When my 10 yr old starts mouthing off in a rude nasty way, It incites such anger in me :( I get very angry in return, thus further teaching her how NOT to control her temper. My response to her behavior is modeling the behavior I do NOT want. :blah
Our relationship is horrible at this point. I need help. I need tools for - controlling my own offended feelings and for teaching her how to control her rude responses.
thanks! all advice appreciated.
Hi ..
just wanted to say you're not alone...I'm dealing with this too with my 9yr DS. Its so hard when you decide you don't want to act like this anymore and you say,"Ok I'm going to be calm....I'm not going to get angry and say or do something I'll regret later, but you just end up there! :irked: Very aggrivating. I think it takes practice and I like PF's ideas...especially the tree visualization :thumb
RayRay
The4OfUs
10-11-2005, 04:39 PM
ITA with the PP...you have to become teflon and let it all roll right off you...they do it exactly for the effect it gets, making you mad...

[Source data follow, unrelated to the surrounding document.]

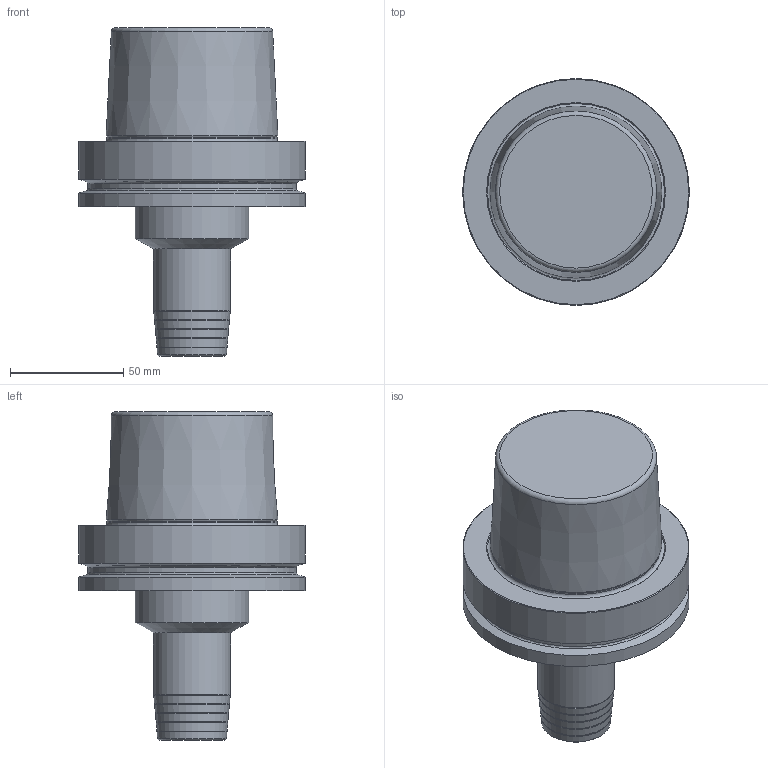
import cadquery as cq
import math

flange_radius = 50.0
flange_height = 29.0
flange_edge_chamfer = 0.3

groove_center_z = -19.9
groove_mouth_width = 6.3
groove_root_width = 3.5
groove_floor_radius = 46.0
groove_root_fillet = 0.9

taper_height = 50.0
taper_base_radius = 37.85
taper_base_z = 2.4
taper_slope = 1 / 20
taper_top_fillet = 1.9

neck_radius = 37.5
neck_top_z = 1.7
neck_blend_radius = 1.5
relief_depth = 0.5
relief_outer_radius = 39.4
relief_floor_radius = neck_radius + neck_blend_radius

nut_radius = 25.0
nut_bottom_z = -43.0
shank_radius = 17.0
shank_top_z = -47.5

nose_top_radius = 16.85
nose_top_z = -75.0
nose_bottom_z = -94.9
nose_half_angle = 5.0
nose_slope = math.tan(math.radians(nose_half_angle))
nose_chamfer = 0.6
ring_groove_count = 5
ring_groove_pitch = 4.0
ring_groove_width = 0.4
ring_groove_depth = 0.1

cutter_clearance = 1.0


def revolve_about_z(profile):
    """Close a profile of (radius, z) points and turn it once about the Z axis."""
    return profile.close().revolve(360, (0, 0, 0), (0, 1, 0))


def nose_radius(z):
    return nose_top_radius - (nose_top_z - z) * nose_slope


def make_flange():
    flange = cq.Workplane("XY").circle(flange_radius).extrude(-flange_height)
    flange = flange.faces(">Z").edges().chamfer(flange_edge_chamfer)
    return flange.cut(make_gripper_groove())


def make_gripper_groove():
    """Ring-shaped cutter with sloping sides and rounded root corners."""
    depth = flange_radius - groove_floor_radius
    half_mouth = groove_mouth_width / 2
    half_root = groove_root_width / 2
    flare = (half_mouth - half_root) * cutter_clearance / depth
    outer_radius = flange_radius + cutter_clearance
    half_outer = half_mouth + flare
    profile = cq.Workplane("XZ").polyline([
        (groove_floor_radius, groove_center_z - half_root),
        (groove_floor_radius, groove_center_z + half_root),
        (outer_radius, groove_center_z + half_outer),
        (outer_radius, groove_center_z - half_outer),
    ])
    cutter = revolve_about_z(profile)
    root_corners = cq.selectors.RadiusNthSelector(0)
    return cutter.edges("%CIRCLE").edges(root_corners).fillet(groove_root_fillet)


def make_face_relief():
    """Shallow dished cutter for the relief around the neck."""
    profile = cq.Workplane("XZ").polyline([
        (0, 0),
        (relief_outer_radius, 0),
        (relief_floor_radius, -relief_depth),
        (0, -relief_depth),
    ])
    return revolve_about_z(profile)


def make_taper():
    """Taper and neck, carried down through the flange as a solid core."""
    blend_top_z = neck_blend_radius - relief_depth
    blend_offset = neck_blend_radius * (1 - math.sqrt(0.5))
    taper_top_radius = taper_base_radius - (taper_height - taper_base_z) * taper_slope
    profile = (
        cq.Workplane("XZ")
        .moveTo(0, -flange_height)
        .lineTo(relief_floor_radius, -flange_height)
        .lineTo(relief_floor_radius, -relief_depth)
        .threePointArc(
            (neck_radius + blend_offset, blend_offset - relief_depth),
            (neck_radius, blend_top_z),
        )
        .lineTo(neck_radius, neck_top_z)
        .lineTo(taper_base_radius, taper_base_z)
        .lineTo(taper_top_radius, taper_height)
        .lineTo(0, taper_height)
    )
    return revolve_about_z(profile).faces(">Z").edges().fillet(taper_top_fillet)


def make_nut_and_shank():
    profile = cq.Workplane("XZ").polyline([
        (0, -flange_height),
        (nut_radius, -flange_height),
        (nut_radius, nut_bottom_z),
        (shank_radius, shank_top_z),
        (shank_radius, nose_top_z),
        (nose_top_radius, nose_top_z),
        (nose_radius(nose_bottom_z), nose_bottom_z),
        (0, nose_bottom_z),
    ])
    body = revolve_about_z(profile).faces("<Z").edges().chamfer(nose_chamfer)
    for index in range(ring_groove_count):
        body = body.cut(make_ring_groove(nose_top_z - index * ring_groove_pitch))
    return body


def make_ring_groove(center_z):
    return (
        cq.Workplane("XY", origin=(0, 0, center_z - ring_groove_width / 2))
        .circle(shank_radius + cutter_clearance)
        .circle(nose_radius(center_z) - ring_groove_depth)
        .extrude(ring_groove_width)
    )


result = make_flange().cut(make_face_relief()).union(make_taper()).union(make_nut_and_shank())

I'm on an Anthony Wolf kick right now :LOL , so I'll paraphrase his sentiment on it: If you want less back talk, you have to give less reaction. It probably wont stop entirely, but if you keep reacting, she'll keep doing it to engage you. The bigger the reaction, the more it will happen. If you really feel like you need to address it, you need to do it later in the day when it's not the issue at hand, and tell her that it's not OK for you to talk to her that way, and it's not OK for her to taklto you that way...then maybe see if you can come up with a signal or keyword, or some other solution to help you both avoid it - but you can only do that when you both are calm, not in the heat of the moment...the mutual problem solving is something else I picked up here that I love and will definitely be implementing when DS is old enough.
Granted, this is all conjecture for me as my DS is only 20 months old, but I believe it is valid. I'm already startign to have to put on my teflon suit when I get the hitting and temper tantrums and "NO!", so I figure it's just practice for the future!